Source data
....

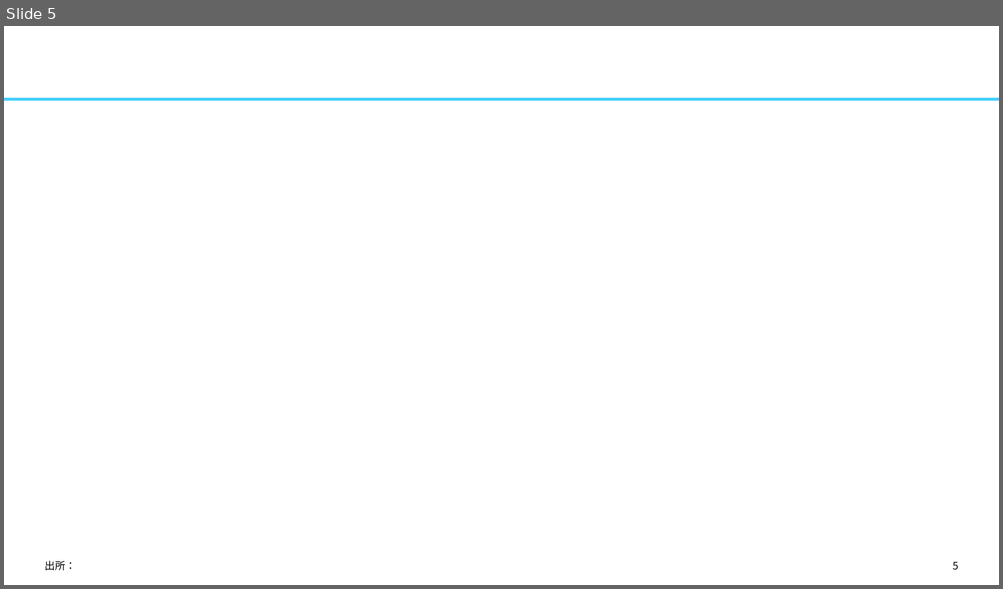
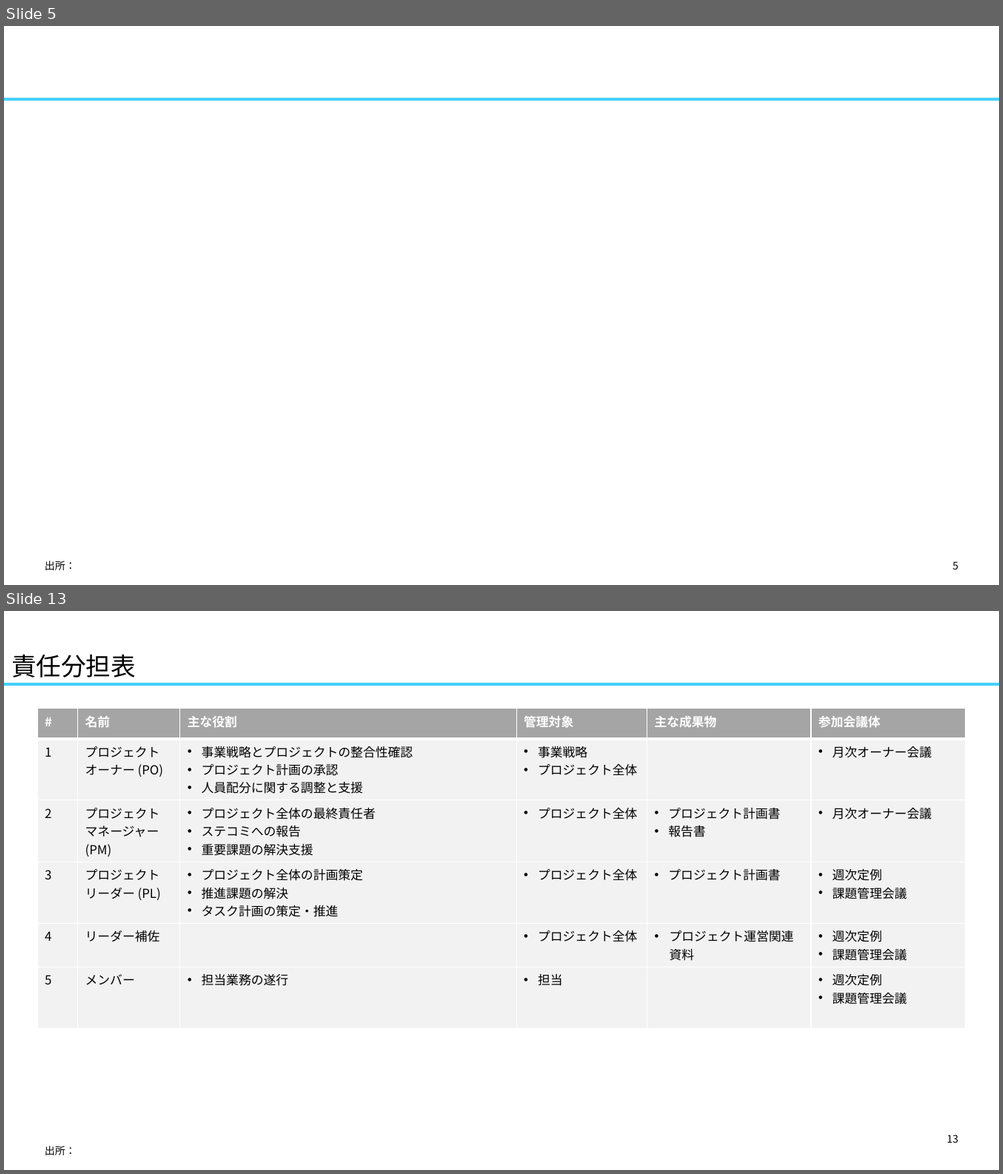
Before and after one commit to yuzucha16/dotfiles, a slide deck: office/Blank.potx. Shown one above the other, each under a label of ours: slide 5 before the commit, slides 5 and 13 after it; the slides between them are not shown. The pictures are 1003x589 and 1003x1174 pixels, drawn with LibreOffice and Linux fonts; fonts in the diff are those of the drawing. Boxes give left, top, right and bottom in pixels: in the first picture for what was removed or moved away, otherwise in the second. Text is boxed around its words. In the diff, an @@ line names an element or a change of style, - is before the commit and + after.

```diff
--- a/office/Blank.potx
+++ b/office/Blank.potx
@@ slide 13 added at (4,611,999,1170), background #FFFFFF; not listed: 1 template element that a slide beside it also shows @@
@@ title added at (11,654,136,678), 24 pt, text #000000 @@
+責任分担表
@@ table added at (37,709,966,1008), 6 rows, 6 columns @@
+# | 名前 | 主な役割 | 管理対象 | 主な成果物 | 参加会議体
+1 | プロジェクト / オーナー (PO) | 事業戦略とプロジェクトの整合性確認 / プロジェクト計画の承認 / 人員配分に関する調整と支援 | 事業戦略 / プロジェクト全体 |  | 月次オーナー会議
+2 | プロジェクト / マネージャー (PM) | プロジェクト全体の最終責任者 / ステコミへの報告 / 重要課題の解決支援 | プロジェクト全体 | プロジェクト計画書 / 報告書 | 月次オーナー会議
+3 | プロジェクト / リーダー (PL) | プロジェクト全体の計画策定 / 推進課題の解決 / タスク計画の策定・推進 | プロジェクト全体 | プロジェクト計画書 | 週次定例 / 課題管理会議
+4 | リーダー補佐 |  | プロジェクト全体 | プロジェクト運営関連資料 | 週次定例 / 課題管理会議
+5 | メンバー | 担当業務の遂行 | 担当 |  | 週次定例 / 課題管理会議
@@ page number added at (947,1135,959,1143), 10 pt, text #000000 @@
+13
@@ text added at (45,1146,76,1156), 10 pt, text #000000 @@
+出所：
```
Also in this commit, not shown: 29 other slides added, 1 other file.

....

WHAT YOU HAVE TO DO:
Leaving out the images, return the entries above exactly as they read.

WRITTEN RESPONSE:
Before and after one commit to yuzucha16/dotfiles, a slide deck: office/Blank.potx. Shown one above the other, each under a label of ours: slide 5 before the commit, slides 5 and 13 after it; the slides between them are not shown. The pictures are 1003x589 and 1003x1174 pixels, drawn with LibreOffice and Linux fonts; fonts in the diff are those of the drawing. Boxes give left, top, right and bottom in pixels: in the first picture for what was removed or moved away, otherwise in the second. Text is boxed around its words. In the diff, an @@ line names an element or a change of style, - is before the commit and + after.

```diff
--- a/office/Blank.potx
+++ b/office/Blank.potx
@@ slide 13 added at (4,611,999,1170), background #FFFFFF; not listed: 1 template element that a slide beside it also shows @@
@@ title added at (11,654,136,678), 24 pt, text #000000 @@
+責任分担表
@@ table added at (37,709,966,1008), 6 rows, 6 columns @@
+# | 名前 | 主な役割 | 管理対象 | 主な成果物 | 参加会議体
+1 | プロジェクト / オーナー (PO) | 事業戦略とプロジェクトの整合性確認 / プロジェクト計画の承認 / 人員配分に関する調整と支援 | 事業戦略 / プロジェクト全体 |  | 月次オーナー会議
+2 | プロジェクト / マネージャー (PM) | プロジェクト全体の最終責任者 / ステコミへの報告 / 重要課題の解決支援 | プロジェクト全体 | プロジェクト計画書 / 報告書 | 月次オーナー会議
+3 | プロジェクト / リーダー (PL) | プロジェクト全体の計画策定 / 推進課題の解決 / タスク計画の策定・推進 | プロジェクト全体 | プロジェクト計画書 | 週次定例 / 課題管理会議
+4 | リーダー補佐 |  | プロジェクト全体 | プロジェクト運営関連資料 | 週次定例 / 課題管理会議
+5 | メンバー | 担当業務の遂行 | 担当 |  | 週次定例 / 課題管理会議
@@ page number added at (947,1135,959,1143), 10 pt, text #000000 @@
+13
@@ text added at (45,1146,76,1156), 10 pt, text #000000 @@
+出所：
```
Also in this commit, not shown: 29 other slides added, 1 other file.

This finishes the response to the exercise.